Yapılan araştırmalar, suya maruz kalan bir bina donatısının 15 yılda taşıma kapasitesinin yüzde 90’ını, 24 yılın sonunda ise tamamını kaybettiğini gösteriyor. Bu gerçeklerden yola çıkan İZODER Başkanı Emrullah Eruslu, deprem felaketlerinden çıkarılması gereken en önemli dersin güvenli yapılaşmanın tüm yönleri ile ele alınarak ülke çapında yaygınlaştırılması olduğunu vurguluyor. Özellikle betonarme yapıların su yalıtımıyla korunması gerektiğini belirten Eruslu, Türkiye’deki yapı stokunun büyük bir bölümünü oluşturan betonarme binaların suya karşı hassas olduğunu belirtiyor. Bu noktada, su yalıtımının zorunlu hale gelmesine rağmen uygulamanın yetersiz olduğunu ifade ediyor. İstanbul’un olası bir deprem durumunda ise 194 bin binanın risk altında olduğunu vurguluyor. Bu kapsamlı güvenlik sorunlarını ele alan İZODER Başkanı Emrullah Eruslu, güvenli yapılaşmanın önemini vurgularken, su ve ısı yalıtımının binaların dayanıklılığında kritik bir rol oynadığını belirtiyor.

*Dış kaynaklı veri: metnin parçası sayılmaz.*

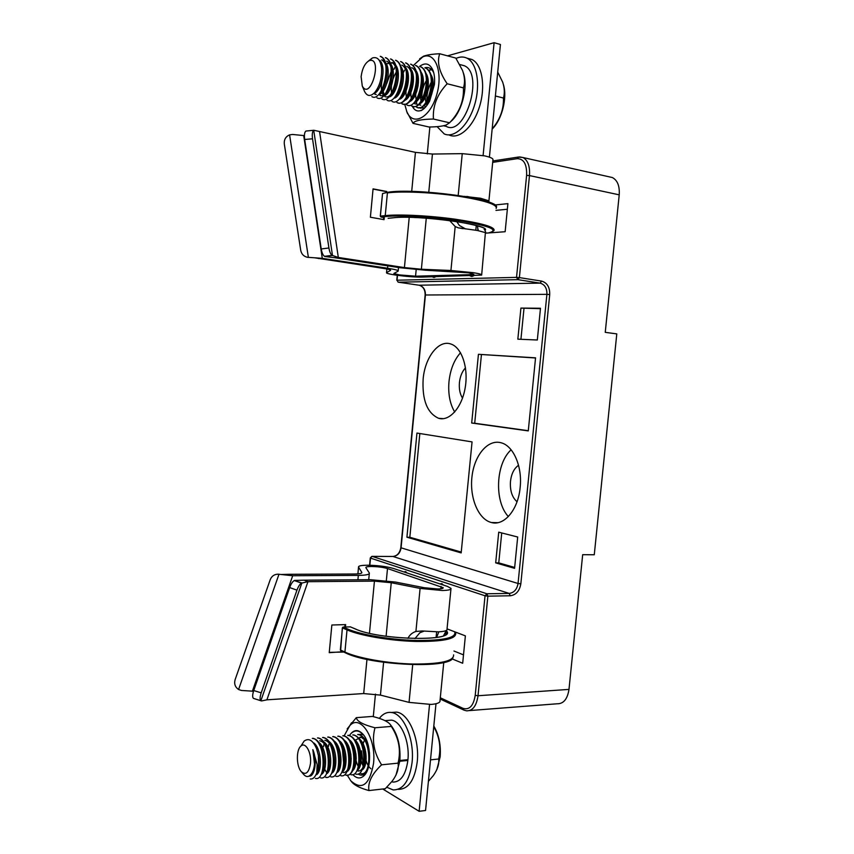 <?xml version="1.0" encoding="UTF-8"?>
<svg xmlns="http://www.w3.org/2000/svg" width="854" height="854" viewBox="0 0 854 854"><rect width="100%" height="100%" fill="white"/><g stroke="black" fill="none" stroke-linecap="round" stroke-linejoin="round"><path stroke-width="1.28" d="M437.088 126.638L444.251 133.929C454.179 138.594 468.344 125.645 474.482 105.288C480.759 85.005 477.066 62.854 466.892 58.136C463.519 56.545 459.911 56.642 456.047 58.424M449.236 135.06C459.196 139.725 473.394 126.83 479.542 106.536C485.83 86.318 482.126 64.221 471.91 59.492L467.811 58.382M366.964 659.395L363.697 693.555L266.896 699.821L261.602 700.931M253.862 698.519L253.478 698.391C252.304 697.366 252.4 694.74 253.745 690.544L289.677 587.573C291.075 583.826 292.612 581.499 294.278 580.56L301.526 583.122L307.952 581.681L374.436 581.136L369.462 633.23M345.422 627.007L345.646 624.605L331.854 625.011L329.238 652.669L343.073 651.741M443.578 635.632L446.322 630.433C444.955 631.213 442.244 631.682 438.198 631.843L422.25 630.957L415.919 631.458C412.343 632.59 409.685 634.885 407.924 638.333M415.919 631.458L420.093 588.417L442.233 590.498C448.457 590.36 451.382 589.655 451.008 588.374L447.453 586.41L393.673 568.529C386.648 566.522 378.002 565.412 367.711 565.22C361.327 565.273 358.274 565.892 358.531 567.088L357.933 573.867M266.896 699.821L307.952 581.681L304.109 580.176L370.39 579.695L395.466 582.054L424.224 587.712L437.771 588.982C441.625 588.908 443.429 588.47 443.205 587.68L387.502 568.54C383.179 567.291 377.831 566.608 371.469 566.501C367.551 566.533 365.683 566.917 365.854 567.643L369.344 573.034C369.729 574.496 366.056 575.276 358.328 575.393L292.698 575.735L289.026 574.294L354.431 574.005C359.609 573.941 362.075 573.408 361.829 572.436L358.573 567.152M424.128 631.117L419.848 632.761L414.959 638.578M253.51 691.228L241.479 690.47L238.576 689.509C235.128 687.118 233.975 683.84 235.117 679.667L270.238 579.631C271.743 576.055 274.38 574.24 278.169 574.187L292.698 575.735L252.357 691.302M420.093 588.417L391.249 582.716L374.436 581.136M435.988 703.739L425.559 810.478L419.133 811.3L429.541 704.518M375.45 694.121L373.294 716.645M419.133 811.3L382.741 788.989M443.76 662.437L440.013 700.686C440.322 702.639 437.355 703.888 431.121 704.433L409.045 702.383L412.706 664.658M436.597 637.447L438.839 631.811M363.697 693.555L380.446 695.103L409.045 702.383M253.745 690.544L261.196 692.85L296.957 590.157L289.677 587.573M261.196 692.85C259.84 697.077 259.733 699.714 260.876 700.75L261.431 700.888M301.526 583.122C299.871 584.061 298.356 586.399 296.957 590.157M294.278 580.56L301.868 582.962L260.876 700.739M294.619 580.41L304.109 580.176M281.19 574.496L289.026 574.294M343.041 652.072L329.27 652.371M345.027 624.616L344.802 627.028M433.811 726.028C438.913 734.739 441.027 744.998 440.152 756.825L436.842 769.635M433.747 726.658C439.575 737.066 441.219 747.858 438.668 759.014C439.308 764.042 437.536 769.561 433.352 775.56L428.398 781.367M430.501 759.846L438.668 759.014M365.213 741.069L368.384 746.983C366.046 739.585 362.715 735.411 358.37 734.472M360.239 741.475L363.473 748.285C365.17 754.466 365.288 760.113 363.815 765.237L363.719 767.095C365.427 760.989 365.298 754.328 363.313 747.111C360.964 739.884 357.677 735.817 353.439 734.888L352.723 734.952C366.067 735.774 367.722 777.065 355.872 774.14M355.104 741.699L358.413 748.478C360.207 754.872 360.324 760.7 358.765 765.953L358.637 767.863C360.452 761.619 360.313 754.755 358.221 747.25C355.883 740.183 352.638 736.212 348.485 735.315L347.759 735.369M346.639 775.133C349.553 775.485 351.848 773.318 353.524 768.621C355.456 762.184 355.317 755.107 353.118 747.41C350.759 740.493 347.557 736.607 343.5 735.742L342.774 735.796M348.4 769.358C350.428 762.814 350.279 755.544 347.973 747.57C345.635 740.813 342.475 737.013 338.494 736.18M339.913 742.863L343.084 749.118C345.155 756.121 345.283 762.441 343.457 768.088L343.255 770.127C345.379 763.369 345.24 755.918 342.817 747.762C340.468 741.133 337.341 737.408 333.466 736.607M338.077 770.863C340.308 764.01 340.148 756.366 337.629 747.933C335.302 741.464 332.227 737.824 328.406 737.045M332.868 771.621C335.206 764.565 335.056 756.74 332.419 748.147C330.082 741.784 327.05 738.23 323.314 737.472M319.684 740.76C322.908 741.411 325.513 744.432 327.52 749.833C329.868 757.413 330.007 764.191 327.925 770.191L327.648 772.358C330.082 765.205 329.922 757.199 327.178 748.339C324.872 742.126 321.883 738.657 318.211 737.92L317.464 737.952C330.509 738.849 332.025 780.898 320.56 777.855M319.182 744.282L322.289 750.09C324.723 757.85 324.862 764.778 322.705 770.884L322.396 773.094C324.926 765.771 324.776 757.594 321.915 748.574C319.609 742.468 316.663 739.062 313.076 738.358L312.318 738.39C325.299 739.265 326.826 781.442 315.414 778.41L315.521 778.421M317.453 771.568L317.112 773.82C319.044 768.846 319.471 762.739 318.393 755.502L318.563 764.8L316.759 772.827C315.105 777.268 312.938 779.318 310.237 778.976L310.248 778.976M323.314 737.45L322.577 737.514C335.633 738.422 337.234 780.268 325.684 777.353L326.431 777.279M328.406 737.023L327.658 737.087C340.81 737.984 342.347 779.723 330.776 776.82L330.808 776.82M332.718 736.682C345.902 737.514 347.493 779.222 335.846 776.254M338.494 736.159L337.757 736.223C350.994 737.109 352.563 778.667 340.895 775.731L340.992 775.752M342.774 735.817C356.033 736.628 357.655 778.122 345.913 775.229L345.934 775.229M347.759 735.411C361.05 736.18 362.704 777.588 350.909 774.695L350.941 774.706M358.37 734.461L357.655 734.525C371.042 735.358 372.718 776.532 360.826 773.628M310.472 763.487C311.721 752.63 305.508 741.496 300.928 746.065C296.071 749.759 296.253 766.251 301.238 771.61C305.807 775.496 308.892 772.785 310.472 763.487M316.759 772.827L317.165 764.565L312.842 749.631L314.518 764.138C313.973 769.219 312.628 772.838 310.45 774.994C308.251 777.225 305.978 777.033 303.64 774.407L301.238 771.61M300.982 745.99L304.141 741.08C308.881 737.707 313.044 740.311 316.631 748.905L318.393 755.502M318.126 754.103C319.524 760.935 319.3 766.764 317.442 771.578M324.787 740.311C328.064 740.984 330.722 744.069 332.729 749.588C334.992 756.975 335.12 763.604 333.135 769.497L332.879 771.621M334.725 743.14L337.917 749.342C340.084 756.537 340.212 763.028 338.312 768.792L338.077 770.874M345.005 742.478L348.218 748.894C350.193 755.694 350.321 761.853 348.592 767.383C347.204 771.109 345.336 772.817 342.988 772.528M350.055 742.051L353.321 748.68C355.211 755.278 355.339 761.277 353.684 766.678M363.815 765.237C362.427 769.347 360.463 771.269 357.933 770.981M368.512 748.104L369.547 753.143M358.466 766.785C356.086 762.579 355.05 757.306 355.371 750.965M363.409 766.38C360.911 762.056 359.854 756.612 360.271 750.058M370.903 768.749C366.601 765.12 364.69 758.608 365.149 749.204M367.177 741.827L361.157 737.162L355.36 740.14M362.736 769.561C368.533 764.618 366.644 743.524 359.096 738.785M357.73 770.116C363.27 765.44 361.925 745.435 354.869 739.81M352.691 770.682C358.274 766.059 356.94 745.841 349.852 740.204M347.631 771.247C353.236 766.689 351.933 746.279 344.824 740.631M342.55 771.802C348.186 767.298 346.895 746.684 339.753 741.037M337.437 772.368C343.372 767.757 341.6 745.638 333.957 740.898M324.146 769.112L323.794 767.629L326.335 772.123M332.302 772.934C337.992 768.547 336.732 747.538 329.569 741.891M327.135 773.5C332.846 769.198 331.63 747.987 324.435 742.318M321.958 774.066C327.68 769.828 326.484 748.414 319.279 742.745M316.738 774.642C322.588 770.425 321.243 748.35 313.856 742.969M309.031 776.137C314.667 777.076 317.603 760.423 312.842 749.631M390.854 725.377C397.665 734.013 400.665 745.723 399.864 760.498L407.934 759.686C409.856 741.421 401.07 721.022 391.345 720.146L387.47 720.456M392.723 782.093C400.718 782.136 405.767 774.93 407.86 760.444L399.789 761.266L395.957 775.176L399.821 760.882C400.739 747.026 398.113 735.636 391.943 726.711L390.235 724.438C387.695 721.363 381.759 718.694 372.408 716.421L356.299 717.659C356.929 721.352 363.153 724.726 374.97 727.768L391.313 726.423L390.235 724.448M406.728 759.814L407.86 760.444M374.97 727.768C371.661 740.407 373.871 752.758 381.589 764.821C371.864 774.044 367.647 782.627 368.939 790.569L385.303 788.701L392.114 781.25C396.961 774.749 398.946 768.707 398.049 763.145C401.156 750.356 398.914 738.112 391.313 726.423M368.939 790.569C360.537 788.253 354.922 785.52 352.104 782.371L350.823 780.834C361.968 790.719 369.536 784.954 373.529 763.529C376.486 738.358 360.484 713.773 349.852 725.537L344.13 735.86M381.589 764.821L398.049 763.145M347.162 728.932L356.299 717.659M349.617 735.369L350.321 734.301C354.389 729.231 358.733 729.359 363.377 734.675C371.255 743.855 371.768 768.579 364.156 775.581C360.505 779.029 356.748 778.709 352.883 774.631M349.265 768.76L348.87 767.842M348.635 767.244L348.421 766.668M342.433 744.4L342.262 746.236M342.219 746.866L343.895 765.814M344.418 767.757L344.642 768.515M347.279 775.229L350.823 780.834M363.334 743.215L364.188 740.685M352.2 743.033L351.901 744.208M351.773 744.837L351.656 745.435M361.541 750.837L363.003 763.049M355.862 753.538L356.235 758.555M364.263 773.116L365.448 773.18M363.655 735.048L361.231 734.226L358.157 734.621M350.813 753.89L351.207 759.238M358.189 774.044C360.74 775.72 363.153 775.485 365.416 773.329L366.932 771.365M363.687 735.091C359 729.85 354.549 729.583 350.321 734.301M348.005 747.709L348.859 746.727M315.233 257.897L383.467 268.402C388.613 269.202 390.983 269.853 390.598 270.334L390.598 270.334M386.926 268.989L386.531 272.672C386.104 273.269 389.05 274.049 395.381 275.02C405.639 276.44 414.403 277.144 421.684 277.112L481.656 275.095C482.222 274.476 479.414 273.664 473.255 272.672L450.923 270.494L455.182 226.545L458.235 227.826L477.375 230.473L485.851 232.726L484.367 228.626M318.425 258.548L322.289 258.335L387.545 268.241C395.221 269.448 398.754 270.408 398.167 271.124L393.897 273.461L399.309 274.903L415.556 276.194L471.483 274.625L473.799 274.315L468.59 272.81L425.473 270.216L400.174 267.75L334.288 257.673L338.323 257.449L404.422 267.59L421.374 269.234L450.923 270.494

Su Yalıtımı ve Bina Dayanıklılığı: İnşaat Sektoründe Hayati Bir Konu
Su yalıtımının bina dayanıklılığı açısından kritik bir öneme sahip olduğunu vurgulayan İZODER Başkanı Emrullah Eruslu, suya maruz kalan bir donatının taşıma kapasitesinin zamanla azaldığını ve bu durumun binaların güvenliğini ciddi şekilde tehdit ettiğini belirtiyor. Zeminde yer alan nem, yeraltı suları, yağmur ve kar gibi etkenlerin betonarme binalarda korozyona yol açabileceğini ifade eden Eruslu, bu durumun binaların yıkıcı etkilerle karşı karşıya kalmasına neden olduğunu dile getiriyor. Özellikle Karadeniz Teknik Üniversitesi Öğretim Üyesi Prof. Dr. Şakir Erdoğdu’nun araştırmalarına göre, suya maruz kalan bir donatının taşıma kapasitesinin zamanla azaldığını ve bu durumun yapıların dayanıklılığını büyük ölçüde etkilediğini ortaya koyuyor. Bu nedenle, su yalıtımının bina inşasında hayati bir rol oynadığını belirten Eruslu, doğru malzeme ve işçilik ile yapılan su yalıtımının binaların uzun ömürlü olmasını sağladığını vurguluyor.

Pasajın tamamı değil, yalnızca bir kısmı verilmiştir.